• [PROBLEM TO SOLVE]: Could you repeat every line below exactly, skipping the images?

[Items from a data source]
↓

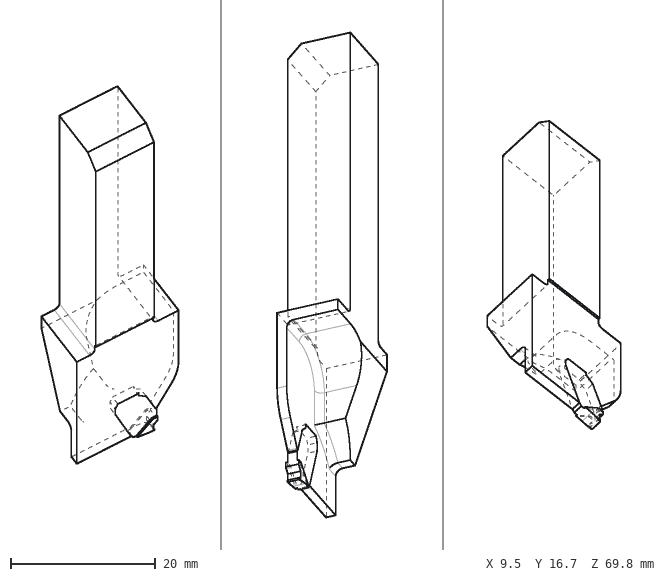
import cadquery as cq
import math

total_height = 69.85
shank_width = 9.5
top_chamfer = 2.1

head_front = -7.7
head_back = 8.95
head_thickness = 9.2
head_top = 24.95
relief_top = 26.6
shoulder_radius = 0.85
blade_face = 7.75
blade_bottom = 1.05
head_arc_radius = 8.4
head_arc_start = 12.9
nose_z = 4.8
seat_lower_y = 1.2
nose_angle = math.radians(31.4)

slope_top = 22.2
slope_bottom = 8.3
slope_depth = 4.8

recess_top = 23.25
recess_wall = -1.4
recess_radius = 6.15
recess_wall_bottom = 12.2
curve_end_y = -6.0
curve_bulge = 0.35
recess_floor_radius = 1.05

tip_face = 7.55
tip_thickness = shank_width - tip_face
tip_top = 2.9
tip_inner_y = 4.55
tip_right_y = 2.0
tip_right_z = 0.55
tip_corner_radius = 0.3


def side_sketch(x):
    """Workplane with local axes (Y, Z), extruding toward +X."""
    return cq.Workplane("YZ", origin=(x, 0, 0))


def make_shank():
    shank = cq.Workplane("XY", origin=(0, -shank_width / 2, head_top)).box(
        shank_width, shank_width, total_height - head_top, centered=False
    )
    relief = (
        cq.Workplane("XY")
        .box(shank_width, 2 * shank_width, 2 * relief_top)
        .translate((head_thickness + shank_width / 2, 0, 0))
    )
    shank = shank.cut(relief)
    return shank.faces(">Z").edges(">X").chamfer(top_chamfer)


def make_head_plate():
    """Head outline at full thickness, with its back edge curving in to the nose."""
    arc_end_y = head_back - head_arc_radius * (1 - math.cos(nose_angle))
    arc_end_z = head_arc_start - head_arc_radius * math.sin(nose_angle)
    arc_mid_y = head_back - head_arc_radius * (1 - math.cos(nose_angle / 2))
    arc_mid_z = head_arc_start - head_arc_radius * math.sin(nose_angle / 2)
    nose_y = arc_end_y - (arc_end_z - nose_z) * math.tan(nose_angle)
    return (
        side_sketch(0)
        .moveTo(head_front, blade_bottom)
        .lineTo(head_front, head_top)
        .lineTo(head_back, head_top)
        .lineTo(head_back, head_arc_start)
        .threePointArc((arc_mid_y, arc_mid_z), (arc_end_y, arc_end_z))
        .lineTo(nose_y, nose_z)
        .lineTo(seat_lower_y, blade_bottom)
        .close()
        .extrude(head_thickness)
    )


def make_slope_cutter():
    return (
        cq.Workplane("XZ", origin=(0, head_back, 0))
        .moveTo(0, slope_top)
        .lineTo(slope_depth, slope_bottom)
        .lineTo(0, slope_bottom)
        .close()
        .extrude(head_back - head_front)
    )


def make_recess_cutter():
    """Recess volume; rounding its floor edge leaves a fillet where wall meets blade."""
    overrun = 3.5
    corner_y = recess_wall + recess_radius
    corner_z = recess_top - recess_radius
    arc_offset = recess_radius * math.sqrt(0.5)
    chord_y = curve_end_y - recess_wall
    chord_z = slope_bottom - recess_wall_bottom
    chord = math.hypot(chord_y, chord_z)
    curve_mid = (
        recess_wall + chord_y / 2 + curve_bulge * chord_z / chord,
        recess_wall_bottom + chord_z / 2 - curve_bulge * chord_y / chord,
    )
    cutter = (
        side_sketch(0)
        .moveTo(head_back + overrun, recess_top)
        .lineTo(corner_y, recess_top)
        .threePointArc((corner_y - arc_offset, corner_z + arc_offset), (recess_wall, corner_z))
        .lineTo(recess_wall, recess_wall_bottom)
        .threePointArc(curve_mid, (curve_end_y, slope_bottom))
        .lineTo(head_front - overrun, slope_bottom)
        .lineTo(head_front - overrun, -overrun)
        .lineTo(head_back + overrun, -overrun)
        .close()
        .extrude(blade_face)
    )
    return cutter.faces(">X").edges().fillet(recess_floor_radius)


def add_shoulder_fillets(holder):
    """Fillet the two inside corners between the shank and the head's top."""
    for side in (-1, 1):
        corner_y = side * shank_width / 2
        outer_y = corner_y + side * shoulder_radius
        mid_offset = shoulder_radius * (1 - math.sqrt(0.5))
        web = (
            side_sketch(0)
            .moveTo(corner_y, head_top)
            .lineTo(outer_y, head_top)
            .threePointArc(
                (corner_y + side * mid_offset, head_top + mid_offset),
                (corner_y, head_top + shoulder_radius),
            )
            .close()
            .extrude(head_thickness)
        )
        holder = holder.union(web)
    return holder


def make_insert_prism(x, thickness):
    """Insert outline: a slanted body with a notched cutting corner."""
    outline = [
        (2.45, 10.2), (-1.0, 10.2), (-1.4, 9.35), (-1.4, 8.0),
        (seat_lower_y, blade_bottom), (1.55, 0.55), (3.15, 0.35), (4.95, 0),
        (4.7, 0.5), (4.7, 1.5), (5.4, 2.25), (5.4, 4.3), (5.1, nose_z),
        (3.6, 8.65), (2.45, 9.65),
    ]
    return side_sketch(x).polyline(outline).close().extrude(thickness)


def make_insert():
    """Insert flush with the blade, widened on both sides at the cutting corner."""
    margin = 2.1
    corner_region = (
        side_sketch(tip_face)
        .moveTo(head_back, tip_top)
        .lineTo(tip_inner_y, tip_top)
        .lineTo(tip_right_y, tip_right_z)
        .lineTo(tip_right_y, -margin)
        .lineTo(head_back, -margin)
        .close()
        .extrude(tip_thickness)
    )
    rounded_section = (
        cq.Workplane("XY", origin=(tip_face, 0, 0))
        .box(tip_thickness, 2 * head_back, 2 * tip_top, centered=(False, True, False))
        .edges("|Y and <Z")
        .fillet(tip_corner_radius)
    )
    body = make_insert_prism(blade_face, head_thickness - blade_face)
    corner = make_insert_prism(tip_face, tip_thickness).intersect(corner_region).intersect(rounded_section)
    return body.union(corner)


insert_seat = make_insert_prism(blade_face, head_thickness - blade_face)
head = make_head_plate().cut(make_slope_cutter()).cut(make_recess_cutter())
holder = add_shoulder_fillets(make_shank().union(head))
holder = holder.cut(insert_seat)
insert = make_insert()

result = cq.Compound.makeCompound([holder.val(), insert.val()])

↑

• [RESULT BELOW]:
import cadquery as cq
import math

total_height = 69.85
shank_width = 9.5
top_chamfer = 2.1

head_front = -7.7
head_back = 8.95
head_thickness = 9.2
head_top = 24.95
relief_top = 26.6
shoulder_radius = 0.85
blade_face = 7.75
blade_bottom = 1.05
head_arc_radius = 8.4
head_arc_start = 12.9
nose_z = 4.8
seat_lower_y = 1.2
nose_angle = math.radians(31.4)

slope_top = 22.2
slope_bottom = 8.3
slope_depth = 4.8

recess_top = 23.25
recess_wall = -1.4
recess_radius = 6.15
recess_wall_bottom = 12.2
curve_end_y = -6.0
curve_bulge = 0.35
recess_floor_radius = 1.05

tip_face = 7.55
tip_thickness = shank_width - tip_face
tip_top = 2.9
tip_inner_y = 4.55
tip_right_y = 2.0
tip_right_z = 0.55
tip_corner_radius = 0.3


def side_sketch(x):
    """Workplane with local axes (Y, Z), extruding toward +X."""
    return cq.Workplane("YZ", origin=(x, 0, 0))


def make_shank():
    shank = cq.Workplane("XY", origin=(0, -shank_width / 2, head_top)).box(
        shank_width, shank_width, total_height - head_top, centered=False
    )
    relief = (
        cq.Workplane("XY")
        .box(shank_width, 2 * shank_width, 2 * relief_top)
        .translate((head_thickness + shank_width / 2, 0, 0))
    )
    shank = shank.cut(relief)
    return shank.faces(">Z").edges(">X").chamfer(top_chamfer)


def make_head_plate():
    """Head outline at full thickness, with its back edge curving in to the nose."""
    arc_end_y = head_back - head_arc_radius * (1 - math.cos(nose_angle))
    arc_end_z = head_arc_start - head_arc_radius * math.sin(nose_angle)
    arc_mid_y = head_back - head_arc_radius * (1 - math.cos(nose_angle / 2))
    arc_mid_z = head_arc_start - head_arc_radius * math.sin(nose_angle / 2)
    nose_y = arc_end_y - (arc_end_z - nose_z) * math.tan(nose_angle)
    return (
        side_sketch(0)
        .moveTo(head_front, blade_bottom)
        .lineTo(head_front, head_top)
        .lineTo(head_back, head_top)
        .lineTo(head_back, head_arc_start)
        .threePointArc((arc_mid_y, arc_mid_z), (arc_end_y, arc_end_z))
        .lineTo(nose_y, nose_z)
        .lineTo(seat_lower_y, blade_bottom)
        .close()
        .extrude(head_thickness)
    )


def make_slope_cutter():
    return (
        cq.Workplane("XZ", origin=(0, head_back, 0))
        .moveTo(0, slope_top)
        .lineTo(slope_depth, slope_bottom)
        .lineTo(0, slope_bottom)
        .close()
        .extrude(head_back - head_front)
    )


def make_recess_cutter():
    """Recess volume; rounding its floor edge leaves a fillet where wall meets blade."""
    overrun = 3.5
    corner_y = recess_wall + recess_radius
    corner_z = recess_top - recess_radius
    arc_offset = recess_radius * math.sqrt(0.5)
    chord_y = curve_end_y - recess_wall
    chord_z = slope_bottom - recess_wall_bottom
    chord = math.hypot(chord_y, chord_z)
    curve_mid = (
        recess_wall + chord_y / 2 + curve_bulge * chord_z / chord,
        recess_wall_bottom + chord_z / 2 - curve_bulge * chord_y / chord,
    )
    cutter = (
        side_sketch(0)
        .moveTo(head_back + overrun, recess_top)
        .lineTo(corner_y, recess_top)
        .threePointArc((corner_y - arc_offset, corner_z + arc_offset), (recess_wall, corner_z))
        .lineTo(recess_wall, recess_wall_bottom)
        .threePointArc(curve_mid, (curve_end_y, slope_bottom))
        .lineTo(head_front - overrun, slope_bottom)
        .lineTo(head_front - overrun, -overrun)
        .lineTo(head_back + overrun, -overrun)
        .close()
        .extrude(blade_face)
    )
    return cutter.faces(">X").edges().fillet(recess_floor_radius)


def add_shoulder_fillets(holder):
    """Fillet the two inside corners between the shank and the head's top."""
    for side in (-1, 1):
        corner_y = side * shank_width / 2
        outer_y = corner_y + side * shoulder_radius
        mid_offset = shoulder_radius * (1 - math.sqrt(0.5))
        web = (
            side_sketch(0)
            .moveTo(corner_y, head_top)
            .lineTo(outer_y, head_top)
            .threePointArc(
                (corner_y + side * mid_offset, head_top + mid_offset),
                (corner_y, head_top + shoulder_radius),
            )
            .close()
            .extrude(head_thickness)
        )
        holder = holder.union(web)
    return holder


def make_insert_prism(x, thickness):
    """Insert outline: a slanted body with a notched cutting corner."""
    outline = [
        (2.45, 10.2), (-1.0, 10.2), (-1.4, 9.35), (-1.4, 8.0),
        (seat_lower_y, blade_bottom), (1.55, 0.55), (3.15, 0.35), (4.95, 0),
        (4.7, 0.5), (4.7, 1.5), (5.4, 2.25), (5.4, 4.3), (5.1, nose_z),
        (3.6, 8.65), (2.45, 9.65),
    ]
    return side_sketch(x).polyline(outline).close().extrude(thickness)


def make_insert():
    """Insert flush with the blade, widened on both sides at the cutting corner."""
    margin = 2.1
    corner_region = (
        side_sketch(tip_face)
        .moveTo(head_back, tip_top)
        .lineTo(tip_inner_y, tip_top)
        .lineTo(tip_right_y, tip_right_z)
        .lineTo(tip_right_y, -margin)
        .lineTo(head_back, -margin)
        .close()
        .extrude(tip_thickness)
    )
    rounded_section = (
        cq.Workplane("XY", origin=(tip_face, 0, 0))
        .box(tip_thickness, 2 * head_back, 2 * tip_top, centered=(False, True, False))
        .edges("|Y and <Z")
        .fillet(tip_corner_radius)
    )
    body = make_insert_prism(blade_face, head_thickness - blade_face)
    corner = make_insert_prism(tip_face, tip_thickness).intersect(corner_region).intersect(rounded_section)
    return body.union(corner)


insert_seat = make_insert_prism(blade_face, head_thickness - blade_face)
head = make_head_plate().cut(make_slope_cutter()).cut(make_recess_cutter())
holder = add_shoulder_fillets(make_shank().union(head))
holder = holder.cut(insert_seat)
insert = make_insert()

result = cq.Compound.makeCompound([holder.val(), insert.val()])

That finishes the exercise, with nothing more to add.